There’s been a big impact on Peter’s family life as he no longer has to plan trips and visits around haemodialysis. “I can spontaneously visit friends and family and see my grandchildren – things are much more relaxed.”

Peter can also eat and drink differently now. Most people on haemodialysis can only drink up to 1 litre a day (compared with normal recommended average of 3 litres per day), because the dialysis machine can only remove 3 litres of water in a session, and sessions are usually 2-3 days apart. “In summer you’re always thirsty.”

Peter’s donor

Peter will never know who his donor was; all he knows is that she was a 38 year old woman.

A year after the transplant, Peter wrote a letter to her family, thanking them for allowing the donation to go ahead.

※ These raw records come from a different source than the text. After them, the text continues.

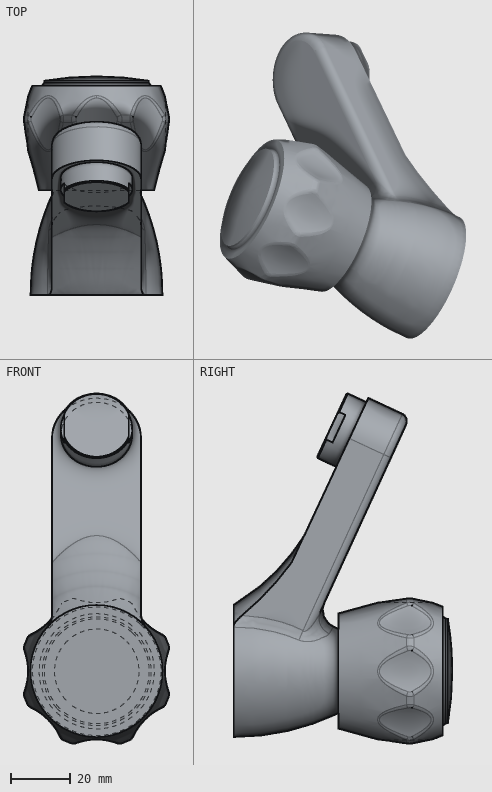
import cadquery as cq
import math

BODY_LENGTH = 35.4
BODY_FACE_RADIUS = 22.35
BODY_NECK_RADIUS = 14.3
BODY_ARC_RADIUS = 81.0

KNOB_BACK_Y = BODY_LENGTH
KNOB_RIDGE_Y = 59.7
KNOB_FRONT_Y = 70.8
KNOB_BACK_RADIUS = 19.5
KNOB_RIDGE_RADIUS = 26.15
KNOB_FRONT_RADIUS = 21.75
KNOB_RIDGE_FILLET = 4.0
SCALLOP_COUNT = 8
SCALLOP_FLOOR = 23.2
SCALLOP_RADIUS = 20.0
SCALLOP_EDGE_FILLET = 2.2

CAP_RADIUS = 17.75
CAP_COLLAR_RADIUS = 18.4
CAP_COLLAR_TOP_Y = 71.8
CAP_RIM_Y = 72.5
CAP_TOP_Y = 74.0

SPOUT_LEAN = 25.0
SPOUT_WIDTH = 30.2
SPOUT_TIP_THICKNESS = 15.4
SPOUT_ROOT_THICKNESS = 16.0
SPOUT_LENGTH = 81.0
SPOUT_BACK_FILLET = 2.8
SPOUT_ROOT_FILLET = 6.0
SPOUT_TIP_Y = 39.2
SPOUT_TIP_Z = 78.7

FLARE_TOP_Y = 23.9
FLARE_ARC_RADIUS = 70.0

OUTLET_RADIUS = 12.1
OUTLET_LENGTH = 7.3
OUTLET_OFFSET = 1.45
OUTLET_CHAMFER = 0.4
FLAT_SPACING = 21.9
FLAT_DEPTH = 2.7

spout_half_width = SPOUT_WIDTH / 2
lean = math.radians(SPOUT_LEAN)

spout_front = cq.Plane(
    origin=(0, SPOUT_TIP_Y, SPOUT_TIP_Z),
    xDir=(1, 0, 0),
    normal=(0, -math.cos(lean), math.sin(lean)),
)
spout_middle = cq.Plane(
    origin=spout_front.origin.toTuple(),
    xDir=spout_front.zDir.toTuple(),
    normal=(-1, 0, 0),
)


def front_plane_y(z):
    """Y of the spout's front plane at height z."""
    return SPOUT_TIP_Y - (SPOUT_TIP_Z - z) * math.tan(lean)


flare_top_z = SPOUT_TIP_Z - (SPOUT_TIP_Y - FLARE_TOP_Y) / math.tan(lean)


def revolve_about_y(outline):
    return outline.close().revolve(360, (0, 0), (1, 0))


def make_body():
    return revolve_about_y(
        cq.Workplane("YZ")
        .lineTo(0, -BODY_FACE_RADIUS)
        .radiusArc((BODY_LENGTH, -BODY_NECK_RADIUS), -BODY_ARC_RADIUS)
        .lineTo(BODY_LENGTH, 0)
    )


def make_spout():
    outline = (
        cq.Workplane(spout_front)
        .moveTo(-spout_half_width, -SPOUT_LENGTH)
        .lineTo(spout_half_width, -SPOUT_LENGTH)
        .lineTo(spout_half_width, 0)
        .threePointArc((0, spout_half_width), (-spout_half_width, 0))
        .close()
        .extrude(-SPOUT_ROOT_THICKNESS)
    )
    side_profile = (
        cq.Workplane(spout_middle)
        .moveTo(0, spout_half_width)
        .lineTo(-SPOUT_TIP_THICKNESS, spout_half_width)
        .lineTo(-SPOUT_ROOT_THICKNESS, -SPOUT_LENGTH)
        .lineTo(0, -SPOUT_LENGTH)
        .close()
        .extrude(spout_half_width, both=True)
    )
    bar = outline.intersect(side_profile)
    back = cq.selectors.DirectionMinMaxSelector(spout_front.zDir, False)
    return bar.faces(back).edges().fillet(SPOUT_BACK_FILLET)


def make_wedge(half_width, overlap):
    """Block between y = 0 and the spout front, reaching into the bar by the overlap."""
    return (
        cq.Workplane("YZ")
        .lineTo(0, flare_top_z)
        .lineTo(FLARE_TOP_Y + overlap, flare_top_z)
        .lineTo(front_plane_y(0) + overlap, 0)
        .close()
        .extrude(half_width, both=True)
    )


def make_flare():
    return revolve_about_y(
        cq.Workplane("YZ")
        .lineTo(0, -BODY_FACE_RADIUS)
        .radiusArc((FLARE_TOP_Y, -flare_top_z), FLARE_ARC_RADIUS)
        .lineTo(FLARE_TOP_Y, 0)
    )


def make_body_with_spout():
    overlap = SPOUT_ROOT_THICKNESS / 2
    spout = make_spout().union(make_wedge(spout_half_width, overlap))
    casting = make_body().union(spout)
    root_box = cq.selectors.BoxSelector(
        (-spout_half_width - 1, -1, 0),
        (spout_half_width + 1, BODY_LENGTH - 1, BODY_FACE_RADIUS),
    )
    casting = casting.edges("%BSPLINE").edges(root_box).fillet(SPOUT_ROOT_FILLET)
    trim = make_wedge(SPOUT_WIDTH, 0).cut(make_flare())
    return casting.cut(trim)


def make_outlet():
    tip_face = cq.selectors.DirectionMinMaxSelector(spout_front.zDir)
    outlet = (
        cq.Workplane(spout_front)
        .center(0, OUTLET_OFFSET)
        .circle(OUTLET_RADIUS)
        .extrude(OUTLET_LENGTH)
        .faces(tip_face)
        .edges()
        .chamfer(OUTLET_CHAMFER)
    )
    for side in (-1, 1):
        beside_flat = (
            cq.Workplane(spout_front)
            .workplane(offset=OUTLET_LENGTH - FLAT_DEPTH)
            .center(side * (FLAT_SPACING + OUTLET_RADIUS) / 2, OUTLET_OFFSET)
            .rect(OUTLET_RADIUS, 2 * OUTLET_RADIUS)
            .extrude(FLAT_DEPTH)
        )
        outlet = outlet.cut(beside_flat)
    return outlet


def make_knob():
    knob = revolve_about_y(
        cq.Workplane("YZ")
        .moveTo(KNOB_BACK_Y, 0)
        .lineTo(KNOB_BACK_Y, KNOB_BACK_RADIUS)
        .lineTo(KNOB_RIDGE_Y, KNOB_RIDGE_RADIUS)
        .lineTo(KNOB_FRONT_Y, KNOB_FRONT_RADIUS)
        .lineTo(KNOB_FRONT_Y, 0)
    )
    ridge = cq.selectors.RadiusNthSelector(-1)
    knob = knob.edges(ridge).fillet(KNOB_RIDGE_FILLET)

    scallop = (
        cq.Workplane("XZ", origin=(0, KNOB_BACK_Y, 0))
        .center(SCALLOP_FLOOR + SCALLOP_RADIUS, 0)
        .circle(SCALLOP_RADIUS)
        .extrude(KNOB_BACK_Y - KNOB_FRONT_Y)
    )
    for index in range(SCALLOP_COUNT):
        knob = knob.cut(scallop.rotate((0, 0, 0), (0, 1, 0), index * 360 / SCALLOP_COUNT))

    return knob.edges("%BSPLINE").fillet(SCALLOP_EDGE_FILLET)


def make_cap():
    dome_height = CAP_TOP_Y - CAP_RIM_Y
    dome_radius = (CAP_RADIUS**2 + dome_height**2) / (2 * dome_height)
    return revolve_about_y(
        cq.Workplane("YZ")
        .moveTo(KNOB_FRONT_Y, 0)
        .lineTo(KNOB_FRONT_Y, CAP_COLLAR_RADIUS)
        .lineTo(CAP_COLLAR_TOP_Y, CAP_RADIUS)
        .lineTo(CAP_RIM_Y, CAP_RADIUS)
        .radiusArc((CAP_TOP_Y, 0), dome_radius)
    )


result = make_body_with_spout().union(make_outlet()).union(make_knob()).union(make_cap())

“Everyone who is involved is brilliant. The people who donate are amazing, and so are their families to give consent during their time of grief. The staff who can ask such a hard question with sensitivity at that moment are heroic.”

Talk about donation

Many people who are registered on the donor register haven’t discussed their wishes with their family. This greatly reduces the likelihood of their family giving consent if the situation arises.

90% of families consent to donation if their loved one discussed their wish – only 40% will if they haven’t.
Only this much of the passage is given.